Similarly, Sebald's use of history and architectural detail, biography and travelogue, is brilliant, but less original than his admirers like to suggest. Iain Sinclair has been managing the same fusion for decades. Two years ago the film-maker Patrick Keiller published a book called Robinson in Space , with an architectural historian as a protagonist, a possibly autobiographical narrator to set down his theories, and enigmatic photos to record their melancholy travels around England.

None of this is to suggest that Sebald should switch to writing football novels. The territory he is exploring - the significance of place, you could call it - is much too big and interesting not to be shared with others. And Sebald's intentions, unlike those of his counterparts, are as much emotional as intellectual. The erudition always comes with a sense of human frailty attached: Austerlitz loses himself in architectural theories as an escape from his past; he and other characters spend too much time reading, and have trouble with their eyes; the very length and detail of the novel's descriptions and digressions hint at the impossibility of ever fully understanding the world.

And the book is also, after all, the story of a life. It includes passages with the rawness of a rare, good memoir, and the momentum of - rarer still - a convincing historical epic. There is even a wide-screen battle scene, as Austerlitz listens to his boarding-school history teacher recount the Napoleonic War confrontation of the same name: "The Russian and Austrian troops had come down from the mountain sides like a slow avalanche... I see cannonballs suspended for an eternity in the air... victims flinging up their arms as they slide..."
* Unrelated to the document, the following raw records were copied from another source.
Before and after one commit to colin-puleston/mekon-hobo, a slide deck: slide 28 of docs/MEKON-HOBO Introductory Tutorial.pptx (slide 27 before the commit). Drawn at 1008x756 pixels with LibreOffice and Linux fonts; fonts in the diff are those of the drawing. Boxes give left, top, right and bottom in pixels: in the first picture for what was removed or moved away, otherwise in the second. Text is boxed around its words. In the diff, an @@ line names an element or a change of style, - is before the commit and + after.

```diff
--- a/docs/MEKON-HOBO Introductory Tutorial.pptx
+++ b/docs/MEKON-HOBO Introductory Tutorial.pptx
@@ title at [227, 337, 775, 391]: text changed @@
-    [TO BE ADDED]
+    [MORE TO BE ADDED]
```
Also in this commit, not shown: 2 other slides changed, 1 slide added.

Often, reading Sebald does not feel like reading about the past, as much as seeing the world through the eyes of someone from the past. The sepia language and the ease of reference to Victorian bodies of knowledge can make you wonder, sometimes, whether the author is actually some sort of ghost. Whenever a character encounters anything modern, which is not often, the usually all-seeing Sebald eye does not bother to record much detail. Or it simply turns away, bewildered. A block of flats is merely "towering", while tiny moths (a favoured motif) have "collars and cloaks, like elegant gentlemen on their way to the opera".
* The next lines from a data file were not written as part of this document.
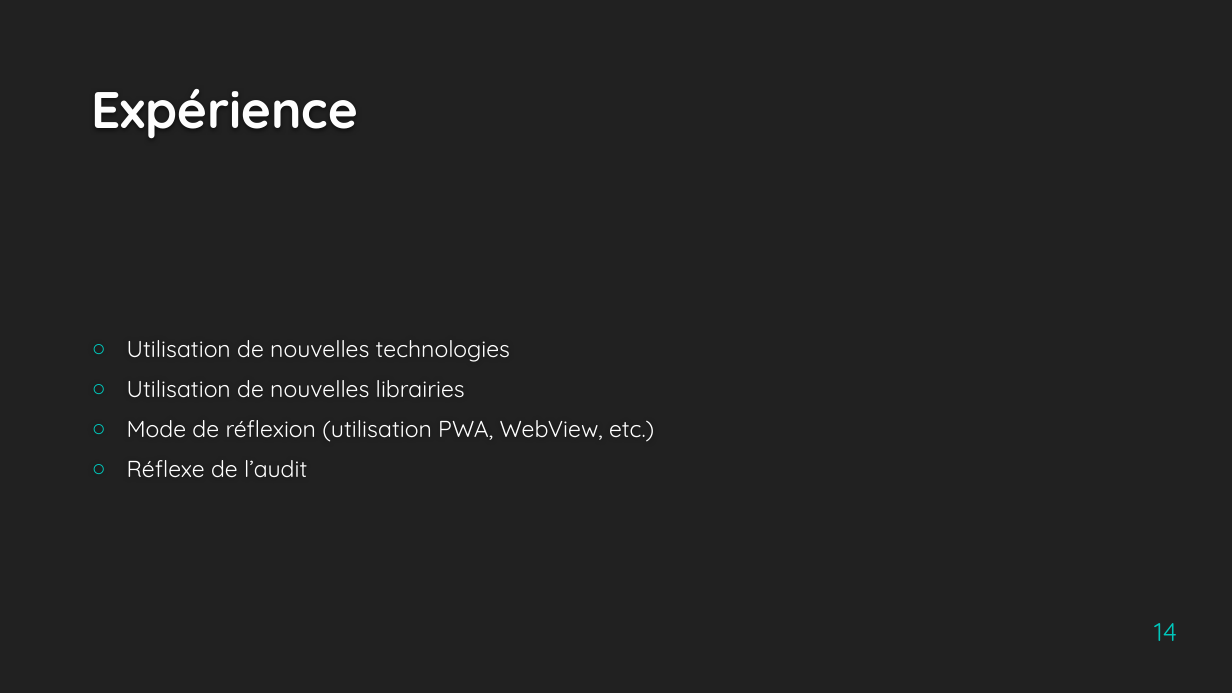
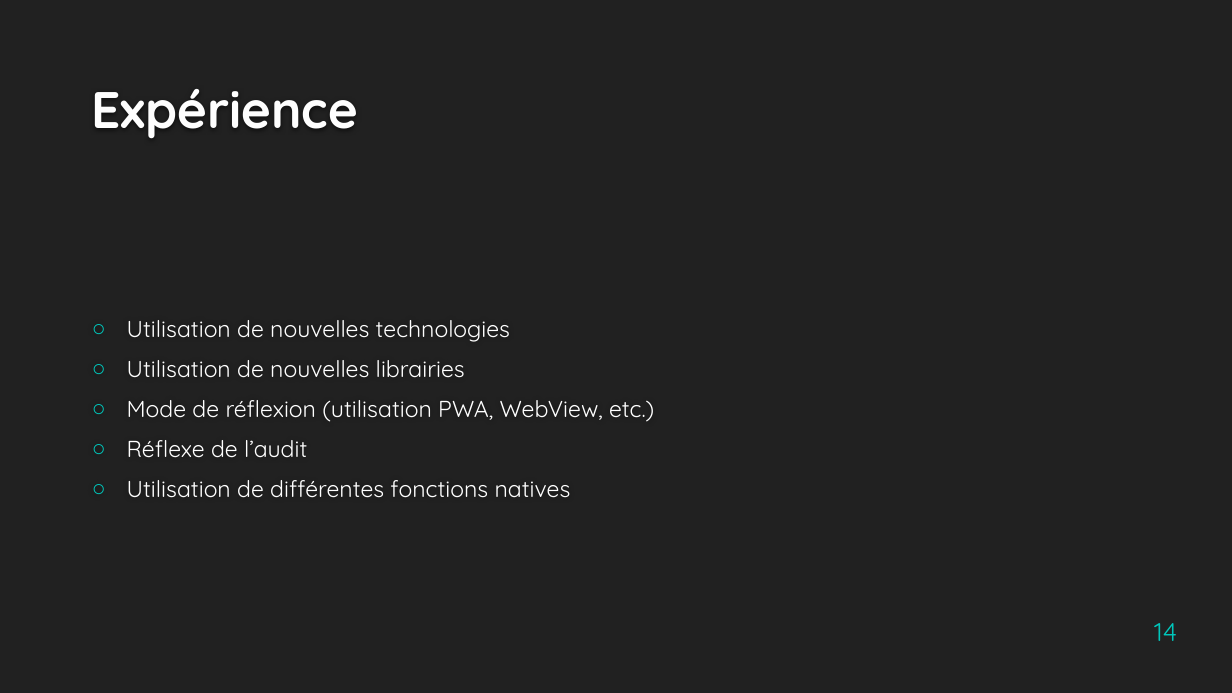
Before and after one commit to blipn/nodejs-websocket-example, a slide deck: slide 14 of PWA-COM_v1.1.pptx. Drawn at 1232x693 pixels with LibreOffice and Linux fonts; fonts in the diff are those of the drawing; background and template pictures are left out. Boxes give left, top, right and bottom in pixels: in the first picture for what was removed or moved away, otherwise in the second. Text is boxed around its words. In the diff, an @@ line names an element or a change of style, - is before the commit and + after.

```diff
--- a/PWA-COM_v1.1.pptx
+++ b/PWA-COM_v1.1.pptx
@@ text at box(127, 480, 571, 498): paragraph added @@
+○ Utilisation de différentes fonctions natives
```
Also in this commit, not shown: 1 other slide changed.

Of course, Sebald is really a professor of literature in his late 50s at the University of East Anglia. He enjoys taking his dog for walks, he said recently in an interview. Yet the otherworldliness of his writing, the way each of his books seems to form a completely enclosed universe, makes what he publishes unusually seductive, compared to a lot of current British fiction at least, with its flat transatlantic phrases and desperation for reader empathy. Whether this makes Sebald a genius or not may depend on your appetite for descriptions of crumbling railway stations.